You say that everything is fine up to 60mph, which I would take to mean no knocks, rattles, vibrations or waywardness in the steering. You have not mentioned any knocking or rattling over bumps. At face value, this is good, and starts to point the finger away from the dreaded topic of bushes!
You mention that an upper ball joint is worn. I would replace it without delay, as it is cheap and fairly straightforward to do. If it isnt causing a problem up to 60, I doubt that it is the culprit, but it needs fixed, and is a distraction.

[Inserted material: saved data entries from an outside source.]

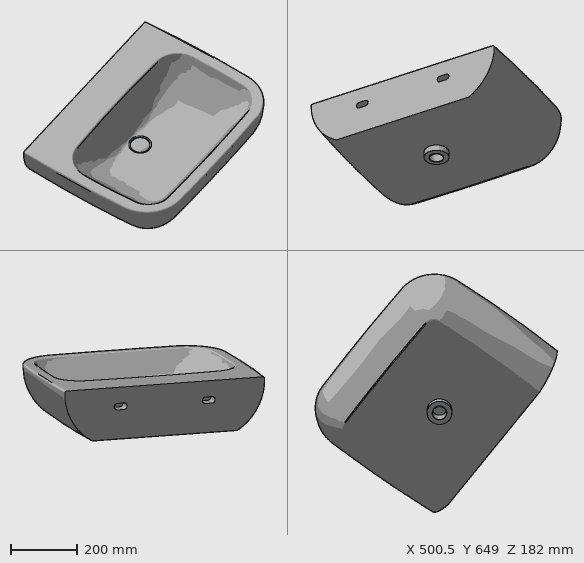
import cadquery as cq
import math

DEPTH = 500.5
HALF_WIDTH = 324.5
BASIN_HEIGHT = 160.0
TOTAL_HEIGHT = 182.0

BACK_HALF_WIDTH = 318.0
SIDE_CROWN_X = 213.0
SIDE_END_X = 378.0
SIDE_END_Y = 320.5
FRONT_END_X = 497.0
FRONT_END_Y = 202.5
CORNER_BULGE = 32.0
RIM_FILLET = 6.5

UNDERSIDE_INSET = 87.5
STRAIGHT_DEPTH = 9.0
UNDERSIDE_STEPS = 5
UNDERSIDE_FILLET = 6.5

BOWL_BACK_X = 116.0
BOWL_FRONT_X = 462.0
BOWL_BACK_END_X = 121.5
BOWL_FRONT_END_X = 458.0
BOWL_END_Y = 210.0
BOWL_SIDE_BACK_X = 202.5
BOWL_SIDE_BACK_Y = 285.5
BOWL_SIDE_FRONT_X = 389.5
BOWL_SIDE_FRONT_Y = 281.5
BOWL_SIDE_BULGE = 2.0
BOWL_BACK_BULGE = 22.0
BOWL_FRONT_BULGE = 19.0
BOWL_RIM_FILLET = 4.5

BOWL_DEPTH = 130.0
DRAIN_X = 206.0
MOUTH_DIAMETER = 69.0
MOUTH_ANGLES = (126, 90, 70, 40)
BOWL_SHARES = (1.0, 0.98, 0.93, 0.83, 0.66, 0.45, 0.2, 0.0)
FLOOR_POWER = 2.4
WALL_POWER = 1.2
BOWL_LEAN = 13.0

OUTLET_DIAMETER = 75.0
OUTLET_LENGTH = 19.5
SEAT_DIAMETER = 60.0
SEAT_DEPTH = 4.5
FLANGE_THICKNESS = 4.0
TUBE_DIAMETER = 44.0
TUBE_BORE = 42.0
PLUG_RIM_HEIGHT = 3.0
PLUG_DOME_HEIGHT = 4.5
PLUG_STEM_LENGTH = 13.0

SLOT_LENGTH = 40.0
SLOT_HEIGHT = 20.0
SLOT_DEPTH = 40.0
SLOT_HALF_SPACING = 140.0
SLOT_Z = -60.0

FLANGE_TOP_Z = -BOWL_DEPTH - SEAT_DEPTH
FLANGE_BOTTOM_Z = FLANGE_TOP_Z - FLANGE_THICKNESS


def arc_middle(start, end, bulge):
    """Middle point of an arc that rises by bulge to the left of the chord start-end."""
    dx = end[0] - start[0]
    dy = end[1] - start[1]
    chord = math.hypot(dx, dy)
    return ((start[0] + end[0]) / 2 - bulge * dy / chord, (start[1] + end[1]) / 2 + bulge * dx / chord)


def arc_edge(start, middle, end, z):
    return cq.Edge.makeThreePointArc(*(cq.Vector(x, y, z) for x, y in (start, middle, end)))


def outer_section(inset, z):
    """Outline of the basin shrunk by inset on the sides and front, at height z."""
    side_y = SIDE_END_Y - inset
    front_x = FRONT_END_X - inset
    back = (0, BACK_HALF_WIDTH - inset)
    crown = (SIDE_CROWN_X, HALF_WIDTH - inset)
    side_end = (SIDE_END_X, side_y)
    front_end = (front_x, FRONT_END_Y)
    full_chord = math.hypot(FRONT_END_X - SIDE_END_X, SIDE_END_Y - FRONT_END_Y)
    chord = math.hypot(front_x - SIDE_END_X, side_y - FRONT_END_Y)
    corner = arc_middle(side_end, front_end, CORNER_BULGE * chord / full_chord)
    front = (DEPTH - inset, 0)

    def mirror(point):
        return (point[0], -point[1])

    opposite_back = mirror(back)
    edges = [
        arc_edge(back, crown, side_end, z),
        arc_edge(side_end, corner, front_end, z),
        arc_edge(front_end, front, mirror(front_end), z),
        arc_edge(mirror(front_end), mirror(corner), mirror(side_end), z),
        arc_edge(mirror(side_end), mirror(crown), opposite_back, z),
        cq.Edge.makeLine(cq.Vector(*opposite_back, z), cq.Vector(*back, z)),
    ]
    return cq.Wire.assembleEdges(edges)


def make_shell():
    """Solid outside of the basin: an upright band over a side that curves in to the underside."""
    curve_height = BASIN_HEIGHT - STRAIGHT_DEPTH
    radius = (UNDERSIDE_INSET**2 + curve_height**2) / (2 * UNDERSIDE_INSET)
    end_angle = math.asin(curve_height / radius)
    sections = []
    for step in range(UNDERSIDE_STEPS + 1):
        angle = end_angle * step / UNDERSIDE_STEPS
        inset = radius * (1 - math.cos(angle))
        sections.append(outer_section(inset, -STRAIGHT_DEPTH - radius * math.sin(angle)))
    curved = cq.Solid.makeLoft(sections)
    band = cq.Solid.makeLoft([outer_section(0, -STRAIGHT_DEPTH), outer_section(0, 0)], True)
    rim_edges = cq.Workplane(obj=band).faces(">Z").edges("not(<X)")
    underside_edges = cq.Workplane(obj=curved).faces("<Z").edges("not(<X)")
    return underside_edges.fillet(UNDERSIDE_FILLET).union(rim_edges.fillet(RIM_FILLET))


def bowl_section(share, z):
    """Closed outline between the drain mouth (share 0) and the bowl opening (share 1)."""
    upper_rim = [
        (BOWL_BACK_END_X, BOWL_END_Y),
        (BOWL_SIDE_BACK_X, BOWL_SIDE_BACK_Y),
        (BOWL_SIDE_FRONT_X, BOWL_SIDE_FRONT_Y),
        (BOWL_FRONT_END_X, BOWL_END_Y),
    ]
    rim = upper_rim + [(x, -y) for x, y in reversed(upper_rim)]
    upper_bulges = [BOWL_BACK_BULGE, BOWL_SIDE_BULGE, BOWL_FRONT_BULGE]
    front_bulge = BOWL_FRONT_X - BOWL_FRONT_END_X
    back_bulge = BOWL_BACK_END_X - BOWL_BACK_X
    bulges = upper_bulges + [front_bulge] + upper_bulges[::-1] + [back_bulge]
    angles = list(MOUTH_ANGLES) + [-angle for angle in reversed(MOUTH_ANGLES)]

    def blend(rim_point, angle):
        mouth_x = DRAIN_X + MOUTH_DIAMETER / 2 * math.cos(math.radians(angle))
        mouth_y = MOUTH_DIAMETER / 2 * math.sin(math.radians(angle))
        lean = BOWL_LEAN * 4 * share * (1 - share)
        return (mouth_x + share * (rim_point[0] - mouth_x) + lean, mouth_y + share * (rim_point[1] - mouth_y))

    edges = []
    for i, bulge in enumerate(bulges):
        j = (i + 1) % len(rim)
        end_angle = angles[j] if j else angles[j] - 360
        start = blend(rim[i], angles[i])
        middle = blend(arc_middle(rim[i], rim[j], bulge), (angles[i] + end_angle) / 2)
        end = blend(rim[j], angles[j])
        edges.append(arc_edge(start, middle, end, z))
    return cq.Wire.assembleEdges(edges)


def make_bowl():
    """Hollow of the bowl: steep at the rim, flattening towards the drain mouth."""
    sections = []
    for share in BOWL_SHARES:
        depth = BOWL_DEPTH * (1 - share**FLOOR_POWER) ** (1 / WALL_POWER)
        sections.append(bowl_section(share, -depth))
    return cq.Workplane(obj=cq.Solid.makeLoft(sections))


def cylinder(diameter, bottom_z, top_z):
    """Upright cylinder on the drain axis."""
    return cq.Workplane(origin=(DRAIN_X, 0, bottom_z)).circle(diameter / 2).extrude(top_z - bottom_z)


def make_drain_hole():
    """Cone from the drain mouth to the flange seat, then the bore for the tube."""
    cone = (
        cq.Workplane(origin=(DRAIN_X, 0, FLANGE_TOP_Z)).circle(SEAT_DIAMETER / 2)
        .workplane(offset=SEAT_DEPTH).circle(MOUTH_DIAMETER / 2).loft()
    )
    seat = cylinder(SEAT_DIAMETER, FLANGE_BOTTOM_Z, FLANGE_TOP_Z)
    return cone.union(seat).union(cylinder(TUBE_DIAMETER, -TOTAL_HEIGHT, FLANGE_BOTTOM_Z))


def make_slots():
    """Two blind level slots in the back face."""
    return (
        cq.Workplane("YZ").pushPoints([(-SLOT_HALF_SPACING, SLOT_Z), (SLOT_HALF_SPACING, SLOT_Z)])
        .slot2D(SLOT_LENGTH, SLOT_HEIGHT).extrude(SLOT_DEPTH)
    )


def make_basin():
    """Hollow basin with its outlet, drain hole and fixing slots."""
    outlet_bottom_z = -BASIN_HEIGHT - OUTLET_LENGTH
    hollow_shell = make_shell().cut(make_bowl())
    rim_edges = hollow_shell.faces(">Z").val().innerWires()[0].Edges()
    rounded = hollow_shell.newObject(rim_edges).fillet(BOWL_RIM_FILLET)
    with_outlet = rounded.union(cylinder(OUTLET_DIAMETER, outlet_bottom_z, -BASIN_HEIGHT))
    return with_outlet.cut(make_drain_hole()).cut(make_slots()).solids()


def make_waste():
    """Flanged tube that lines the outlet."""
    flange = cylinder(SEAT_DIAMETER, FLANGE_BOTTOM_Z, FLANGE_TOP_Z)
    tube = cylinder(TUBE_DIAMETER, -TOTAL_HEIGHT, FLANGE_BOTTOM_Z)
    return flange.union(tube).cut(cylinder(TUBE_BORE, -TOTAL_HEIGHT, FLANGE_TOP_Z)).solids()


def make_plug():
    """Domed cap on the flange with a stem in the tube."""
    cap_radius = SEAT_DIAMETER / 2
    stem_radius = TUBE_BORE / 2
    return (
        cq.Workplane("XZ", origin=(DRAIN_X, 0, FLANGE_TOP_Z))
        .moveTo(0, -PLUG_STEM_LENGTH).lineTo(stem_radius, -PLUG_STEM_LENGTH).lineTo(stem_radius, 0)
        .lineTo(cap_radius, 0).lineTo(cap_radius, PLUG_RIM_HEIGHT)
        .spline([(0, PLUG_RIM_HEIGHT + PLUG_DOME_HEIGHT)], tangents=[(-1, 0.5), (-1, 0)], includeCurrent=True)
        .close().revolve(360, (0, 0), (0, 1))
    )


basin = make_basin()
waste = make_waste()
plug = make_plug()

result = cq.Compound.makeCompound([basin.val(), waste.val(), plug.val()])

You mention that by 100mph, the problem is fully apparent. Do you have any recollection of how it was at 70? 80? 90?. I am not advocating that you drive it at these speeds again, as it all sounds rather dangerous, but if the problem came on progressively, I would start to think of the variable assistance aspect of the steering rack. In short, the amount of assistance is intended to vary with speed, the faster you go, the less assistance you get. If there was something sticking in your steering, you might be able to turn the wheel through it with power assistance, but not without. So when you reach a high enough speed for the power assistance to diminish sufficiently, the steering becomes sticky to turn. If you can jack the car up with both front wheels off the ground, you could try moving the steering from lock to lock with the engine off, to establish whether there is full range of movement and it is smooth.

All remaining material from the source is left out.